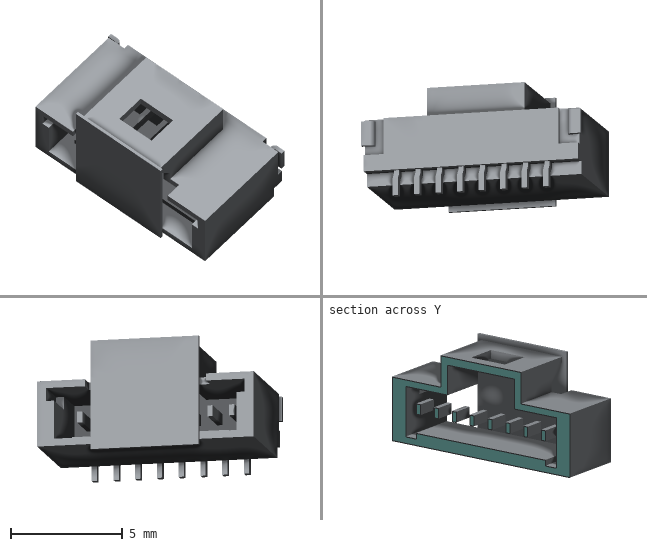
import cadquery as cq
import math


shell_width = 10.0
shell_depth = 5.36
shell_height = 3.0
rear_overhang = 0.04
rear_limit_y = shell_depth + rear_overhang

cavity_width = 8.44
cavity_depth = 4.1
floor_thickness = 0.33
ceiling_thickness = 0.33
cavity_top_z = shell_height - ceiling_thickness

key_slot_reach = 0.37
key_slot_height = 0.59
key_slot_depth = 2.05

hood_width = 4.54
hood_wall = 0.4
hood_rise = 1.47
hood_top_z = shell_height + hood_rise
hood_rear_y = cavity_depth + hood_wall
hood_inner_width = hood_width - 2 * hood_wall

relief_depth = 0.8
relief_width = 5.59
relief_rise = 0.44
relief_slope_top_z = shell_height + relief_rise + relief_depth

window_width = 1.89
window_front_y = 1.05
window_length = 1.5

contact_count = 8
contact_pitch = 1.0
contact_width = 0.25
contact_tip_y = 2.09
contact_tip_height = 0.5
contact_top_gap = 1.02
contact_tip_top_z = shell_height - contact_top_gap
row_length = (contact_count - 1) * contact_pitch

step_width = row_length + contact_width
step_height = 0.27
step_front_y = 1.11

tail_notch_depth = 0.56
tail_notch_height = 0.59

tail_thickness = 0.34
tail_drop = 0.6
tail_offset = 0.2
tail_upper_straight = 0.15
tail_upper_rear_y = rear_limit_y - tail_offset
tail_root_y = shell_depth - tail_notch_depth
tail_upper_bend_z = tail_notch_height - tail_upper_straight
tail_lower_rear_bend_z = 0.18
tail_lower_front_bend_z = 0.06
tail_root_z = 0.38

tab_pocket_width = 0.92
tab_pocket_depth = 0.26
tab_pocket_height = 1.66
tab_thickness = 0.2
tab_height = 1.13
tab_top_gap = 0.1
tab_span = 10.24
tab_length = 0.61

cover_size = 5.0
cover_thickness = 0.14
cover_drop = 0.27


def block(x_size, y_start, y_end, z_start, z_end, x_center=0):
    """Box centred on x_center, spanning the given Y and Z ranges."""
    size = (x_size, y_end - y_start, z_end - z_start)
    corner = (x_center - x_size / 2, y_start, z_start)
    return cq.Workplane("XY").box(*size, centered=False).translate(corner)


def side_profile(points, x_size, x_center=0):
    """Prism with a (y, z) outline, centred on x_center."""
    prism = cq.Workplane("YZ").polyline(points).close().extrude(x_size / 2, both=True)
    return prism.translate((x_center, 0, 0))


def make_shell():
    """Shell with its hood, hollowed out and relieved at the mouth."""
    shell = block(shell_width, 0, shell_depth, 0, shell_height)
    shell = shell.union(block(hood_width, 0, hood_rear_y, shell_height, hood_top_z))

    shell = shell.cut(block(cavity_width, 0, cavity_depth, floor_thickness, cavity_top_z))
    hood_hollow_top_z = hood_top_z - hood_wall
    shell = shell.cut(block(hood_inner_width, 0, cavity_depth, cavity_top_z, hood_hollow_top_z))

    key_slot_span = cavity_width + 2 * key_slot_reach
    key_slot_bottom_z = cavity_top_z - key_slot_height
    shell = shell.cut(block(key_slot_span, 0, key_slot_depth, key_slot_bottom_z, cavity_top_z))

    relief_outline = [
        (0, cavity_top_z),
        (relief_depth, cavity_top_z),
        (relief_depth, shell_height + relief_rise),
        (0, relief_slope_top_z),
    ]
    shell = shell.cut(side_profile(relief_outline, relief_width))

    window_rear_y = window_front_y + window_length
    return shell.cut(block(window_width, window_front_y, window_rear_y, shell_height, hood_top_z))


def cut_rear_recesses(shell):
    """Notch for the tails and two corner pockets for the solder tabs."""
    shell = shell.cut(block(shell_width, tail_root_y, shell_depth, 0, tail_notch_height))

    pocket_front_y = shell_depth - tab_pocket_depth
    pocket_bottom_z = shell_height - tab_pocket_height
    pocket_center = (shell_width - tab_pocket_width) / 2
    for side in (-1, 1):
        pocket = block(tab_pocket_width, pocket_front_y, shell_depth,
                       pocket_bottom_z, shell_height, side * pocket_center)
        shell = shell.cut(pocket)
    return shell


def make_floor_step():
    """Raised step from behind the mouth to the rear wall of the cavity."""
    return block(step_width, step_front_y, cavity_depth, floor_thickness, floor_thickness + step_height)


def make_contact(x_center):
    """Straight blade inside the cavity and a joggled tail below the rear edge."""
    tip_bottom_z = contact_tip_top_z - contact_tip_height
    blade = block(contact_width, contact_tip_y, cavity_depth, tip_bottom_z, contact_tip_top_z, x_center)

    tail_outline = [
        (tail_upper_rear_y, tail_notch_height),
        (tail_upper_rear_y, tail_upper_bend_z),
        (rear_limit_y, tail_lower_rear_bend_z),
        (rear_limit_y, -tail_drop),
        (rear_limit_y - tail_thickness, -tail_drop),
        (rear_limit_y - tail_thickness, tail_lower_front_bend_z),
        (tail_root_y, tail_root_z),
        (tail_root_y, tail_notch_height),
    ]
    return [blade, side_profile(tail_outline, contact_width, x_center)]


def make_left_tab():
    """Solder tab that leaves its pocket and bends outward round a rounded corner."""
    outer_x = -tab_span / 2
    bend_x = outer_x + tab_length - tab_thickness
    root_y = shell_depth - tab_pocket_depth
    inner_y = rear_limit_y - tab_thickness
    diagonal = tab_thickness * math.cos(math.radians(45))
    outline = (
        cq.Workplane("XY")
        .moveTo(outer_x, rear_limit_y)
        .lineTo(bend_x, rear_limit_y)
        .threePointArc((bend_x + diagonal, inner_y + diagonal), (bend_x + tab_thickness, inner_y))
        .lineTo(bend_x + tab_thickness, root_y)
        .lineTo(bend_x, root_y)
        .lineTo(bend_x, inner_y)
        .lineTo(outer_x, inner_y)
        .close()
    )
    tab_bottom_z = shell_height - tab_top_gap - tab_height
    return outline.extrude(tab_height).translate((0, 0, tab_bottom_z))


def make_connector():
    """Shell, floor step, contacts and solder tabs joined as one body."""
    connector = cut_rear_recesses(make_shell()).union(make_floor_step())
    for index in range(contact_count):
        for piece in make_contact(index * contact_pitch - row_length / 2):
            connector = connector.union(piece)
    left_tab = make_left_tab()
    connector = connector.union(left_tab).union(left_tab.mirror("YZ"))
    return connector.solids()


def make_cover():
    """Thin flat cover resting on the front of the shell and hood."""
    return block(cover_size, -cover_thickness, 0, -cover_drop, cover_size - cover_drop)


connector = make_connector()
cover = make_cover()

result = cq.Compound.makeCompound([connector.val(), cover.val()])
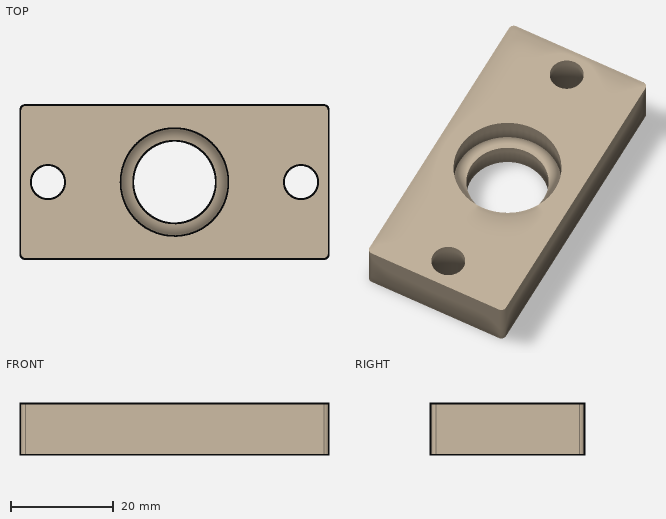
import cadquery as cq

length = 60.0
width = length / 2
thickness = length / 6
corner_radius = 1.0

bore_diameter = 16.0
counterbore_diameter = 21.0
counterbore_depth = thickness / 2

mounting_hole_diameter = 6.6
mounting_hole_spacing = 49.2

plate = (
    cq.Workplane("XY")
    .box(length, width, thickness)
    .edges("|Z")
    .fillet(corner_radius)
)

bored_plate = (
    plate.faces(">Z")
    .workplane()
    .cboreHole(bore_diameter, counterbore_diameter, counterbore_depth)
)

result = (
    bored_plate.faces(">Z")
    .workplane(origin=(0, 0, 0))
    .rarray(mounting_hole_spacing, 0.6, 2, 1)
    .hole(mounting_hole_diameter)
)

### TASK DESCRIPTION:
From the first line above to the line containing "window_width = 1.89", repeat each line exactly. Pictures stay out.

### RESULT:
import cadquery as cq
import math


shell_width = 10.0
shell_depth = 5.36
shell_height = 3.0
rear_overhang = 0.04
rear_limit_y = shell_depth + rear_overhang

cavity_width = 8.44
cavity_depth = 4.1
floor_thickness = 0.33
ceiling_thickness = 0.33
cavity_top_z = shell_height - ceiling_thickness

key_slot_reach = 0.37
key_slot_height = 0.59
key_slot_depth = 2.05

hood_width = 4.54
hood_wall = 0.4
hood_rise = 1.47
hood_top_z = shell_height + hood_rise
hood_rear_y = cavity_depth + hood_wall
hood_inner_width = hood_width - 2 * hood_wall

relief_depth = 0.8
relief_width = 5.59
relief_rise = 0.44
relief_slope_top_z = shell_height + relief_rise + relief_depth

window_width = 1.89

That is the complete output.